Superoxide dismutase activity and novel reactions with hydrogen peroxide of histidine-containing nickel(II)-oligopeptide complexes and nickel(II)-induced structural changes in synthetic DNA.

At physiologic pH values, histidine-containing nickel(II) oligopeptides reduced the flux of superoxide anion (O2-) generated in the hypoxanthine/xanthine oxidase system. The postulated involvement of the Ni(III)/Ni(II) redox couple in this apparent dismutation receives indirect support from electron-spin resonance data. These complexes also catalyzed the disproportionation of hydrogen peroxide, a process which generates active intermediates capable of hydroxylating p-nitrophenol and oxidizing uric acid to allantoin.

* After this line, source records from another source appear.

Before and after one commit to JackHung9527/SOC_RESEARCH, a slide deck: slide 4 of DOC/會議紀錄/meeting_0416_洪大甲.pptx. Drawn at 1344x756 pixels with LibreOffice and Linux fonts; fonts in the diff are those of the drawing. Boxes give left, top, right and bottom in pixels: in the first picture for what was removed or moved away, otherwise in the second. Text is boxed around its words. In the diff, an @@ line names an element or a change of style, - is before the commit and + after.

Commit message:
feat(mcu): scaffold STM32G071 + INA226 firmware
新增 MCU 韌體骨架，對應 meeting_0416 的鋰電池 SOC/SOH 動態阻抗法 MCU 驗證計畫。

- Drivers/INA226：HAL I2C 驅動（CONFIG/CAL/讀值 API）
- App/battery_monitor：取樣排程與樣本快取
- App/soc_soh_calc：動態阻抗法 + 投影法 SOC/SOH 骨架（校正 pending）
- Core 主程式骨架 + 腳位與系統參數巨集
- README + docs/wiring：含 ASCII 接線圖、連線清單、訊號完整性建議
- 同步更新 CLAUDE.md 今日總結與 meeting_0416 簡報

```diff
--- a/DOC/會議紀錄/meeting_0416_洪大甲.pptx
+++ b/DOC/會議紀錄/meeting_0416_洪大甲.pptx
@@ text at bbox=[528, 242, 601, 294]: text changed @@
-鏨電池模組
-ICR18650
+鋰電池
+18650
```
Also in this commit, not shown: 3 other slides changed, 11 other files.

An oxene moiety, namely [Nio]2+, is postulated as the active species in these H2O2-dependent reactions. Spectral analysis showed that monovalent, divalent and trivalent ions induced cooperative conformational changes in synthetic polydeoxynucleotides. For the nickel(II) ion, resistance to DNase-I activity clearly showed that an alternating G-C sequence is required for the observed transitions. It is concluded that the ability of nickel(II) peptide complexes to participate in active oxygen biochemistry suggests a possible role for nickel as a chemical promoter of cancer, whereas the capacity of the nickel(II) ion to induce conformational changes in DNA could, in principle, affect gene expression. Of course, the validity of both hypotheses require that the observed reactions be verified as biologically significant.